Peripheral blood was collected in a heparinized syringe by cardiac puncture.

Peritoneal cells were obtained by injecting rats IP with 15 ml PBS. The peritoneal wash was collected with a Pasteur pipette after laparotomy. The cells were rinsed twice by centrifugation (27 x g) in PBS and placed on Cell Tak (Becton Dickinson Labware; Collaborative Biomedical Products, Bedford, MA)-coated coverslips. In some experiments, the adherent cells were separated from non-adherent cells by resuspending the cells in PBS + 1% BSA, allowing them to settle onto an uncoated coverslip for 1 h at 37C, and then rinsing the coverslip three times in PBS.

Antibodies
MAbs AA4 and BC4 (Basciano et al. 1986 ) were raised in mice against the cell surface of RBL-2H3 cells, a rat mast cell line. The antibodies were purified from ascites fluid by ammonium sulfate precipitation, followed either by ion exchange chromatography on a DE-52 column, MAb BC4, or HPLC, MAb AA4. An affinity-purified mouse MAb, anti-rat IgE, was purchased from Biosource International (Camarillo, CA). The polyclonal antibody against c-kit was purchased from Santa Cruz Biotechnologies (Santa Cruz, CA). All MAbs are IgG{gamma}1.

Coupling of Antibody to Magnetic Beads
MAb AA4 was conjugated to tosylactivated Dynabeads (Dynal; Lake Success, NY) as previously described (Jamur et al. 1997 ). Briefly, equal volumes of tosylactivated Dynabeads and MAb AA4 were mixed.
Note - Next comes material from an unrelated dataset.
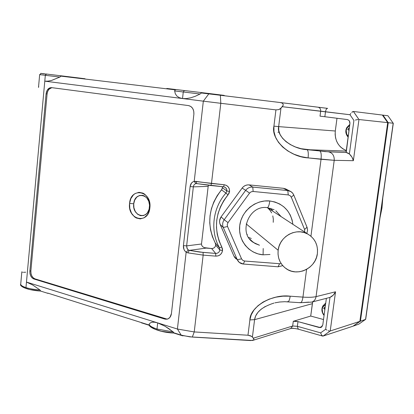 <?xml version="1.0" encoding="UTF-8"?>
<svg xmlns="http://www.w3.org/2000/svg" width="414" height="414" viewBox="0 0 414 414"><rect width="100%" height="100%" fill="white"/><g stroke="black" fill="none" stroke-linecap="round" stroke-linejoin="round"><path stroke-width="0.62" d="M247.065 234.35L247.329 234.536L247.065 234.35M278.151 250.273L246.185 223.896L278.151 250.273C279.424 236.482 296.181 227.291 307.654 233.977C314.894 238.335 318.138 244.86 317.388 253.549C316.001 268.148 297.418 277.152 286.053 268.598C280.092 264.122 277.452 258.01 278.151 250.273L279.031 246.377L280.635 242.692L282.912 239.364L285.764 236.523L289.081 234.283L292.734 232.72L296.579 231.897L300.471 231.85L304.254 232.58L307.778 234.05L310.919 236.197L313.553 238.95L315.577 242.19L316.917 245.797L317.528 249.632L317.388 253.549L316.498 257.399L314.899 261.037L312.653 264.329L309.838 267.139L306.562 269.374L302.95 270.942L299.141 271.786L295.275 271.869L291.503 271.186L287.968 269.762L284.801 267.651L282.136 264.929L280.066 261.695L278.679 258.082L278.032 254.222L278.151 250.273M348.21 136.289C345.98 133.945 345.566 131.202 346.963 128.071L346.823 127.533L346.963 128.071L348.49 126.156L349.685 125.359L346.963 128.071L346.197 130.457L346.684 134.136L348.21 136.289M324.121 315.064C321.983 312.518 321.58 309.822 322.915 306.965L322.91 305.894L322.915 306.965L324.374 305.304L325.518 304.678L322.915 306.965L322.185 309.175L322.656 312.798L324.121 315.064M269.804 200.971C255.578 199.481 241.372 211.088 239.732 225.625C237.874 240.146 248.933 253.787 263.081 254.822L263.211 248.509L263.081 254.822L257.984 253.885L253.192 251.95L248.892 249.088L245.259 245.404L242.428 241.041L240.518 236.161L239.608 230.955L239.732 225.625L240.886 220.377L243.034 215.42L246.087 210.949L249.932 207.135L254.408 204.138L259.345 202.063L264.546 200.997L269.804 200.971L274.922 201.991L279.698 204.004L283.952 206.938L287.518 210.664L290.266 215.047L292.098 219.917L292.884 224.321C290.768 210.985 283.072 203.202 269.804 200.971C269.198 205.153 268.37 207.378 267.32 207.647C268.37 207.378 269.198 205.153 269.804 200.971M249.782 239.08L253.378 242.449L259.485 245.228L255.133 243.541L251.365 240.793M133.727 203.791C131.931 216.641 148.388 220.46 149.485 207.238L149.868 207.854C148.424 224.931 127.258 219.927 129.577 203.409L133.727 203.791L134.726 200.05L136.765 197.126L139.544 195.46L142.644 195.32L144.165 195.838L146.861 197.97L148.755 201.261L149.547 205.204L149.118 209.199L147.534 212.62L146.38 213.94L143.57 215.57L140.475 215.658L137.552 214.209L135.254 211.445L133.908 207.787L133.727 203.791L129.577 203.409C130.741 186.59 152.109 190.895 149.868 207.854L149.485 207.238C151.234 194.119 134.653 190.725 133.727 203.791M60.553 75.746L46.471 74.044L45.323 75.301L59.828 77.056L60.485 76.637L60.93 76.14L60.553 75.746L46.471 74.044L78.023 77.868L77.992 78.184L78.023 77.868L60.553 75.746L60.93 76.14L59.828 77.056L45.323 75.301L44.79 81.165L47.889 81.16L51.527 80.456L59.828 77.056L51.527 80.456L47.889 81.16L44.79 81.165L45.323 75.301L39.656 74.618L38.512 87.276M200.661 92.503L184.375 90.542L209.07 93.512L208.801 93.874L201.225 92.964L200.666 92.503L201.225 92.964L200.795 93.533L201.225 92.964L208.801 93.874L203.331 101.166L208.801 93.874L210.39 94.066L208.801 93.874L209.07 93.512L184.37 90.542L183.267 91.97L200.081 94.004L200.795 93.533L200.081 94.004L183.267 91.97L182.538 98.542L186.362 98.584L190.673 97.818L195.31 96.271L200.081 94.004L195.31 96.271L190.673 97.818L186.362 98.584L182.538 98.542L203.331 101.166L194.207 181.368L224.217 184.753L226.484 185.446L228.295 186.973L229.372 189.084L229.553 191.475L226.867 190.957L225.925 193.074L228.042 194.875L229.553 191.475L229.056 193.286L223.798 200.552L220.45 206.788L218.08 213.438L216.734 220.331L216.444 227.307L217.221 234.195L219.037 240.834L222.458 248.778L222.52 250.61L219.87 249.973C219.379 252.229 217.976 253.378 215.673 253.415L215.792 256.131C219.482 256.064 221.723 254.222 222.52 250.61L221.79 252.871L220.253 254.713L218.147 255.857L215.792 256.131L203.16 255.112L194.233 331.93L247.976 335.231L249.875 319.924L251.226 314.837L253.963 310.034L257.974 305.713L263.097 302.039L269.136 299.156L275.843 297.18L282.953 296.176L290.193 296.191L302.944 297.107L306.588 269.359L302.944 297.107C308.678 297.495 313.046 297.335 316.058 296.626L335.537 291.792L330.206 330.993L359.859 321.367L353.002 326.191L359.859 321.367L387.695 122.627L359.859 321.367L330.217 330.993L323.091 336.064L353.002 326.191L323.111 336.059L330.217 330.993L335.537 291.792L316.058 296.626L334.217 160.321L316.058 296.626C313.046 297.335 308.678 297.495 302.944 297.107L290.193 296.191C272.153 293.759 249.937 306.758 249.875 319.924L247.976 335.231L194.233 331.93L203.16 255.112L187.821 252.861L186.155 252.178L184.887 250.993L183.956 249.394L183.423 245.621L190.114 186.543L191.47 183.117L192.722 181.974L194.207 181.368L203.331 101.166L44.79 81.165L25.963 287.601C29.761 288.775 34.434 289.572 39.972 289.991L32.69 284.977L26.47 282.074L44.79 81.165L182.538 98.542L179.35 97.699L176.923 96.1L175.334 93.812L174.636 90.93L175.148 89.838L60.93 76.14L68.129 77.004L68.413 76.683L68.129 77.004L166.542 88.803L166.816 88.456L166.542 88.803L175.148 89.838L174.636 90.93L175.334 93.812L176.923 96.1L179.35 97.699L182.538 98.542L183.267 91.97L174.636 90.93L183.267 91.97L184.37 90.542L176.229 89.584L175.148 89.838L176.209 89.579L166.816 88.456L178.796 89.879M157.004 329.047L173.166 331.878L165.108 326.289L157.687 322.899L157.004 329.047L157.687 322.899L165.108 326.289L169.14 328.856L174.04 332.877L181.203 335.133L177.415 329.032L157.687 322.899L177.415 329.032L186.155 252.178L177.415 329.032L194.233 331.93L177.415 329.032L181.203 335.133L173.864 333.011L173.166 331.878L157.004 329.047C152.409 327.557 149.764 325.973 149.071 324.302L150.204 322.93L152.062 322.216L154.588 322.206L157.687 322.899L26.47 282.074L157.687 322.899L154.588 322.206L152.062 322.216L150.204 322.93L149.071 324.302C149.764 325.973 152.409 327.557 157.004 329.047M223.627 186.776L225.273 187.392L226.624 189.084L226.867 190.957L225.925 193.074L221.537 189.85C208.382 206.705 206.296 224.435 215.27 243.034L219.451 247.763C209.996 231.048 212.63 208.03 225.925 193.074L221.537 189.85L222.447 187.79L226.867 190.957L229.553 191.475C229.63 187.728 227.85 185.488 224.217 184.753L223.586 186.781L224.952 187.2L226.147 188.23L226.805 189.674L226.867 190.957L222.447 187.79L222.411 186.667L222.147 188.887L217.215 195.631L213.805 201.985L211.394 208.759L210.027 215.782L209.743 222.892L210.545 229.915L212.403 236.684L215.27 243.034L219.451 247.763L219.87 249.973L215.684 245.186L215.27 243.034L215.684 245.186L215.239 246.568M271.387 209.054L272.826 211.197L270.782 208.325M253.378 242.449C237.817 233.263 248.98 204.702 267.299 207.647L274.089 209.696M275.864 210.804L281.127 216.631L275.864 210.804M324.845 116.727L320.027 116.158L320.679 111.159L325.502 111.739L324.845 116.727L347.165 119.548C349.1 120.019 350.021 121.364 349.923 123.584L346.032 152.456L347.889 152.994L349.38 153.977L353.913 120.453L349.99 114.74L325.502 111.739L324.845 116.727L347.165 119.548L348.371 119.982L349.318 120.898L349.923 123.584L346.218 152.481L324.954 151.596L301.123 148.698L295.513 146.996L290.416 144.626L286.038 141.681L282.545 138.266L280.092 134.519L278.782 130.586L278.663 126.622L280.966 108.168L278.736 109.617L275.936 109.886L273.918 126.135C270.652 139.777 289.526 157.072 308.099 157.889L321.047 159.286L310.94 236.218L321.047 159.286L334.217 160.321L353.359 160.699L358.959 119.527L353.416 111.469L382.386 115.056L353.437 111.469L358.969 119.527L387.695 122.627L382.386 115.056L387.695 122.627L358.959 119.527L353.359 160.699L334.217 160.321L308.099 157.889L300.885 156.58L294.054 154.256L287.875 151.012L282.591 146.965L278.405 142.261L275.496 137.086L273.98 131.642L273.918 126.135L275.936 109.886L220.802 103.303L211.482 183.49L220.802 103.303L203.331 101.166L220.802 103.303L220.372 95.272L210.39 94.066L210.664 93.704L219.306 94.775L219.26 95.137L219.306 94.775L209.07 93.512L210.664 93.704L210.39 94.066L220.372 95.272L220.802 103.303L275.936 109.886L278.736 109.617L279.947 109.027L282.327 106.703L320.679 111.159L320.043 116.158M248.617 237.439L251.288 238.474M220.181 224.476L219.643 222.577L219.617 220.59L221.076 216.884L242.133 188.07L243.515 186.605L245.217 185.55L247.122 184.965L249.099 184.898L283.43 188.313L285.536 188.856L283.43 188.313L287.787 190.554L252.783 187.087L249.099 184.898L283.43 188.313L287.787 190.554L290.995 191.672L292.77 193.297L293.785 195.046C292.605 192.432 290.607 190.937 287.787 190.554L252.783 187.087L249.099 184.898C246.252 184.716 243.929 185.772 242.133 188.07L245.678 190.326L224.191 219.736L221.076 216.884L242.133 188.07L245.678 190.326C247.515 187.982 249.885 186.905 252.783 187.087C249.885 186.905 247.515 187.982 245.678 190.326L224.191 219.736L221.076 216.884C219.441 219.296 219.141 221.826 220.181 224.476L223.275 227.477L237.269 259.707L233.926 256.085L220.181 224.476L223.275 227.477C222.214 224.781 222.52 222.199 224.191 219.736L228.005 222.618L227.255 224.512L227.54 226.505L241.553 258.864L242.78 260.38L244.622 261.043L280.563 263.77L244.338 261.011L242.78 260.38L241.553 258.864L227.54 226.505L227.255 224.512L228.005 222.618L249.564 193.11L228.005 222.618L224.191 219.736C222.52 222.199 222.214 224.781 223.275 227.477L227.54 226.505L223.275 227.477L237.269 259.707L233.926 256.085L220.181 224.476M236.322 259.045L234.924 257.731L233.926 256.085L235.876 258.698M173.528 332.954L173.864 333.011M298.644 329.12L298.178 329.135L297.371 326.31L320.633 332.866L297.371 326.31L297.987 321.611L295.373 321.176L293.272 321.3L297.987 321.611L319.235 327.521L322.133 326.568L319.235 327.521L320.917 327.469L322.785 324.964L326.372 298.339L322.785 324.964L321.554 327.127L320.452 327.593L297.987 321.611L297.371 326.31L292.662 326.009L253.409 338.16L253.937 339.18L253.601 339.992L250.687 340.567L192.319 337.063L194.233 331.93L192.319 337.063L182.714 335.573L182.905 335.873L173.673 333.006L181.389 335.438L181.203 335.133L189.829 336.851L252.462 340.479L253.601 339.992L253.937 339.18L252.416 337.027L254.584 319.655L312.363 303.669L310.717 316.053L293.272 321.3L292.662 326.009L253.409 338.16L251.619 336.334L247.976 335.231L250.584 335.785L252.416 337.027L254.584 319.655L255.635 315.975L257.834 312.461L261.084 309.258L265.26 306.489M326.351 108.22L318.796 107.304M280.34 102.548L220.372 95.272L280.356 102.548L282.1 103.06L280.34 102.548M47.734 293.086L149.211 325.057L47.734 293.086M292.18 328.199L293.438 328.245M21.833 271.822L20.752 283.792C20.421 285.086 22.159 286.359 25.963 287.601L26.47 282.074L32.69 284.977L39.972 289.991L40.712 291.068M52.164 87.706C49.37 88.022 47.682 90.112 47.092 93.973L46.073 93.874L47.237 90.159L49.654 87.908L51.569 87.628L188.582 105.596L190.875 106.496L192.686 108.442L193.747 111.143L193.887 114.181L171.437 313.527L169.983 317.3L168.131 318.827L165.89 319.266L33.917 279L32.178 277.954L30.796 276.071L29.984 273.644L29.86 271.035L46.073 93.874C46.725 89.802 48.526 87.711 51.476 87.618L188.582 105.596C192.267 106.553 194.037 109.415 193.887 114.181L171.437 313.527C170.992 316.513 169.616 318.382 167.313 319.127L164.731 319.059L167.67 319.018M322.635 336.075L321.688 335.35L320.633 332.866L325.668 329.265L320.633 332.866L321.688 335.35L323.091 336.064L322.635 336.075L298.199 329.14L297.371 326.31L292.662 326.009L293.272 321.3L310.717 316.053L312.694 301.847L312.363 303.669L254.584 319.655L249.875 319.924L254.584 319.655C255.697 312.337 262.166 306.81 273.985 303.074M302.675 302.587L308.751 302.111M329.327 297.578L329.979 297.387L325.668 329.265L329.979 297.387L329.316 297.583M307.022 149.677L346.218 151.074L307.022 149.677C291.88 149.014 276.148 136.434 278.663 126.622L335.299 131.01C334.652 140.543 338.316 147.053 346.29 150.536L342.932 148.895L340.391 146.841L338.269 144.269L336.654 141.288L335.599 137.997L335.138 134.529L335.299 131.01L278.663 126.622L280.966 108.168L283.176 105.301L283.093 104.023L282.1 103.06L283.093 104.023L283.176 105.301L282.327 106.703L349.99 114.74L353.913 120.453L349.38 153.977L346.218 152.481L328.628 151.84L307.022 149.677C308.207 150.51 308.57 153.247 308.099 157.889C308.57 153.247 308.207 150.51 307.022 149.677M336.991 118.264L335.299 131.01L336.991 118.264M347.284 127.419L348.127 126.13M310.717 316.053L323.515 319.53L310.717 316.053M325.14 303.519L325.725 303.141M287.875 301.816C288.889 301.615 289.66 299.736 290.193 296.191C289.655 299.783 288.874 301.656 287.844 301.816L287.399 301.573M274.922 302.841L279.683 302.003L284.801 301.708L300.512 302.706C301.583 302.556 302.396 300.688 302.944 297.107C302.406 300.642 301.604 302.51 300.543 302.712L300.041 302.468M311.452 302.168L311.82 302.07C314.169 301.242 315.582 299.425 316.058 296.626C315.571 299.467 314.133 301.288 311.732 302.096L311.452 302.168M334.574 293.531L335.537 291.792L333.291 295.115L334.574 293.531M331.717 296.46L333.291 295.115L329.979 297.387L331.717 296.46M273.918 126.135L278.663 126.622L273.918 126.135M321.047 159.286C321.512 154.66 321.124 151.928 319.872 151.094C321.124 151.928 321.512 154.66 321.047 159.286M334.217 160.321C334.414 155.726 332.551 152.901 328.628 151.84C332.551 152.901 334.414 155.726 334.217 160.321M350.818 155.483L349.38 153.977L352.009 157.191L350.818 155.483M352.857 158.95L352.009 157.191L353.359 160.699L352.857 158.95M25.673 272.21L23.914 272.293M23.225 272.293L22.672 272.262M21.973 272.06L21.823 271.77M38.481 87.421L38.735 86.645M214.312 247.675L213.034 248.369L211.601 248.529L204.314 247.644L202.72 246.713L201.732 245.435L201.499 244.001L208.17 186.388L193.343 186.859L186.631 245.885L201.499 244.001L208.17 186.388L193.343 186.859C193.628 185.089 194.482 184.013 195.905 183.635L196.371 183.588M196.914 183.63L210.886 185.534L196.914 183.63M206.265 248.089L211.601 248.529L215.673 253.415L199.491 252.043L189.296 250.377L206.265 248.089L189.296 250.377L188.096 249.797L187.268 248.84L186.631 245.885L201.499 244.001L201.732 245.435L202.72 246.713L204.314 247.644L206.265 248.089M215.684 245.186L219.87 249.973C219.379 252.229 217.976 253.378 215.673 253.415L211.601 248.529C213.841 248.493 215.202 247.375 215.684 245.186M208.547 185.291L208.17 186.388M196.779 183.625L223.581 186.781L224.217 184.753L211.482 183.49L210.881 185.534L211.482 183.49L195.967 181.394L196.769 183.625L195.967 181.394L194.207 181.368L195.905 183.635L196.764 183.619M228.042 194.875L225.925 193.074C212.63 208.03 209.996 231.048 219.451 247.763L221.842 247.065C213.065 228.823 215.13 211.425 228.042 194.875M210.923 185.524L223.539 186.766M219.87 249.973L222.52 250.61L221.842 247.065L219.451 247.763L219.87 249.973M203.16 255.112L215.792 256.131L215.673 253.415L203.072 252.39L203.16 255.112L203.072 252.39L189.296 250.377L187.821 252.861L203.16 255.112M195.905 183.635L194.207 181.368C191.93 181.984 190.564 183.707 190.114 186.543L193.343 186.859C193.628 185.089 194.482 184.013 195.905 183.635M187.821 252.861L189.296 250.377L188.344 249.978L186.155 252.178L187.821 252.861M186.631 245.885L193.343 186.859L190.114 186.543L183.423 245.621L186.631 245.885L183.423 245.621C183.231 248.462 184.142 250.646 186.155 252.178L188.344 249.978L186.968 248.245L186.631 245.885M85.005 78.748L78.023 77.868L85.03 78.748L84.979 79.022M78.018 77.925L78.872 78.029M80.559 78.23L81.517 78.344M82.909 78.51L83.431 78.572M44.629 73.827L43.154 73.651M42.068 73.521L44.282 73.821M224.191 95.396L219.306 94.775L224.228 95.401L224.155 95.727M219.85 94.899L220.672 94.997M222.261 95.184L222.716 95.236M40.619 291.063L47.952 293.371L40.619 291.063M22.139 286.131L24.68 287.932L29.803 289.531L40.717 291.068L39.972 289.991C34.434 289.572 29.761 288.775 25.963 287.601C22.133 286.348 20.395 285.07 20.762 283.766M182.905 335.873L181.389 335.438L182.905 335.873M141.407 322.832L149.34 325.332L141.407 322.832M151.048 326.822L154.852 329.177L161.274 331.21L173.44 332.928M149.837 325.44L149.366 325.104M39.739 74.629L45.323 75.301L46.011 74.127M329.353 331.024L328.188 330.703L329.353 331.024M326.9 330.087L325.668 329.265L326.9 330.087M292.662 326.009L290.669 328.53L292.662 326.009M355.347 120.055L356.811 119.734L355.347 120.055M358.079 119.553L356.811 119.734L358.079 119.553M350.813 113.441L349.99 114.74L350.813 113.441M352.666 111.671L351.75 112.36L353.416 111.469L352.666 111.671M280.356 102.548L327.634 108.375C326.599 108.468 325.885 109.586 325.502 111.739C325.885 109.586 326.599 108.463 327.64 108.375L318.035 107.205C319.887 107.656 320.772 108.97 320.679 111.159C320.772 108.97 319.887 107.656 318.024 107.205L280.376 102.553M33.917 279L34.931 278.855L165.672 318.837L164.731 319.059L33.917 279C31.128 277.737 29.772 275.082 29.86 271.035L30.874 270.901C30.786 274.943 32.137 277.592 34.931 278.855L33.917 279M46.073 93.874L47.092 93.973L30.874 270.901L29.86 271.035L46.073 93.874M51.621 87.742L48.955 89.3L47.698 91.396L47.092 93.973L30.874 270.901L30.998 273.504L31.811 275.931L33.187 277.81L34.931 278.855L166.832 319.044M129.577 203.409L130.86 198.591L133.479 194.818L135.176 193.514L139.026 192.313L142.996 193.141L144.833 194.29L147.855 197.856L149.63 202.622L149.868 207.854L148.538 212.734L147.343 214.799L144.129 217.79L140.248 218.908L136.304 217.997L134.493 216.822L131.538 213.262L129.815 208.552L129.577 203.409M243.38 264.044L278.089 266.797L279.486 263.837L278.089 266.797L282.715 265.664L278.089 266.797L243.38 264.044L239.256 262.373L237.269 259.707L241.553 258.864L237.269 259.707C238.495 262.274 240.534 263.718 243.38 264.044L244.622 261.043L243.38 264.044M307.012 227.198L293.785 195.046L291.28 197.173L290.079 195.625L288.263 194.922L253.13 191.48L251.143 191.817L249.564 193.11L245.678 190.326L249.564 193.11L251.143 191.817L253.13 191.48L252.783 187.087L253.13 191.48L288.263 194.922L287.787 190.554L288.263 194.922L290.079 195.625L291.28 197.173L293.785 195.046L307.172 227.622L307.571 230.308L306.815 233.434L307.571 230.308L307.012 227.198L304.59 229.47L291.28 197.173L304.59 229.47L307.012 227.198M304.704 232.052L304.59 229.47L304.704 232.052M270 254.481L263.081 254.822M380.124 216.801L382.634 198.999M358.767 324.167L365.609 319.375L358.767 324.167L353.587 325.989L358.767 324.167L365.562 319.396L360.434 321.171L353.375 325.932L360.434 321.171L365.562 319.396L393.191 123.222L388.249 122.694L360.434 321.171L388.249 122.694L382.95 115.128L387.939 115.744L393.191 123.222L388.249 122.694L382.95 115.128L387.939 115.744L393.191 123.222L365.697 319.23M388.125 116.013L393.191 123.222M365.697 319.235L393.3 123.268M279.114 132.004L277.939 132.33M382.391 115.061L382.95 115.128L382.391 115.061M325.109 307.742L324.462 307.245L323.748 308.513L324.974 308.709L323.748 308.513L324.886 309.387L323.748 308.513L324.462 307.245L325.109 307.742M349.25 128.578L348.578 128.154L347.832 129.561L349.064 129.965L347.832 129.561L349.018 130.312L347.832 129.561L348.578 128.154L349.25 128.578M273.23 222.313L273.323 219.078L272.79 215.906M271.656 212.92L269.954 210.234L267.754 207.947M346.787 127.61C345.147 130.876 345.581 134.053 348.096 137.137M322.832 306.029C321.243 309.222 321.652 312.363 324.069 315.458M300.528 302.712L311.732 302.096L329.611 297.506M184.37 90.542L176.209 89.579M149.112 324.773C148.905 327.774 161.574 332.778 173.813 333.011M46.466 74.044C37.213 73.557 43.035 72.279 39.656 74.618M20.71 284.278C19.287 285.453 24.561 290.002 40.717 291.068M298.152 329.13C294.732 328.38 292.284 328.167 290.814 328.488L252.944 340.355M285.536 188.856L289.935 191.108M379.969 217.909L381.987 207.947L382.81 197.737M322.91 305.894L325.725 303.131M346.829 127.533L349.814 124.397M267.413 207.657L307.654 233.977"/></g></svg>

The solution was incubated for 24 hr at 22C with slow end-over-end rotation. After incubation the magnetic beads were collected and washed three times with 5 ml 0.01 M PBS containing 0.1% BSA. The coated beads were resuspended and stored in PBS + 0.1% BSA at a concentration of 30 mg/ml.

Cell Separation
The cells were incubated with coated beads (3 beads/target cell) in PBS containing 2% BSA for 5–10 min at room temperature (RT). After incubation the mast cells were isolated by washing four times with PBS containing 2% BSA and once in PBS.

Light Microscopy
Cells were rinsed in PBS and placed on coverslips coated with Cell Tak (Becton Dickinson Labware). Some samples were fixed and stained with Toluidine Blue (4% formaldehyde, 0.1% Toluidine blue, and 1% acetic acid, pH 2.8, for 10 min) or Alcian Blue (1% Alcian Blue in 0.1 N hydrochloric acid for 30 min). Other samples were fixed with 4% formaldehyde for 20 min and stained with 0.02% berberine sulfate (Molecular Probes; Eugene, OR), pH 4.0, for 20 min, rinsed in water adjusted to pH 4.0 with acetic acid for 5 min, and mounted in anhydrous glycerol. For immunostaining of plastic-embedded samples, tissues from 250-g male Sprague–Dawley rats were fixed for 2 hr in 4% formaldehyde, dehydrated and embedded in JB-4 plastic (EM Sciences; Fort Washington, PA). Four-µm sections were mounted on glass slides and the sections treated with xylene for 15 min and then rehydrated to water. The sections were blocked with 1% BSA in PBS and incubated with MAb AA4 for 2 hr at 37C. After rinsing in PBS, the sections were treated with AuroProbe LM gold-conjugated goat anti-mouse IgG (Amersham Pharmacia Biotech; Uppsala, Sweden), and the gold silver enhanced (IntenSe M; Amersham Pharmacia). For fluorescence microscopy, cells were placed on Cell Tak-coated coverslips, rinsed three times in PBS, and fixed and permeabilized in 2% formaldehyde (EM Sciences) in methanol for 5 min at -20C. The cells were rinsed in PBS, PBS containing 0.1 M glycine, and incubated with MAb AA4 (5 µg/ml) directly conjugated to FITC or anti c-kit (10 µg/ml) for 1 hr at RT. After incubation, the cells were rinsed thoroughly in PBS and the samples incubated with anti c-kit were further incubated with donkey anti-rabbit Fab'2 conjugated to FITC (JacksonImmunoResearch; West Grove, PA). All cells were then rinsed and the coverslips mounted with Fluoromount-G (EM Sciences) and observed with fluorescence and phase-contrast microscopy.

Electron Microscopy
For routine electron microscopy, cells were fixed in 2% glutaraldehyde (Ladd Research Industries; Burlington, VT)–2% paraformaldehyde (Ladd) in 0.1 M cacodylate buffer, pH 7.4, containing 0.05% CaCl2, for 40 min at RT.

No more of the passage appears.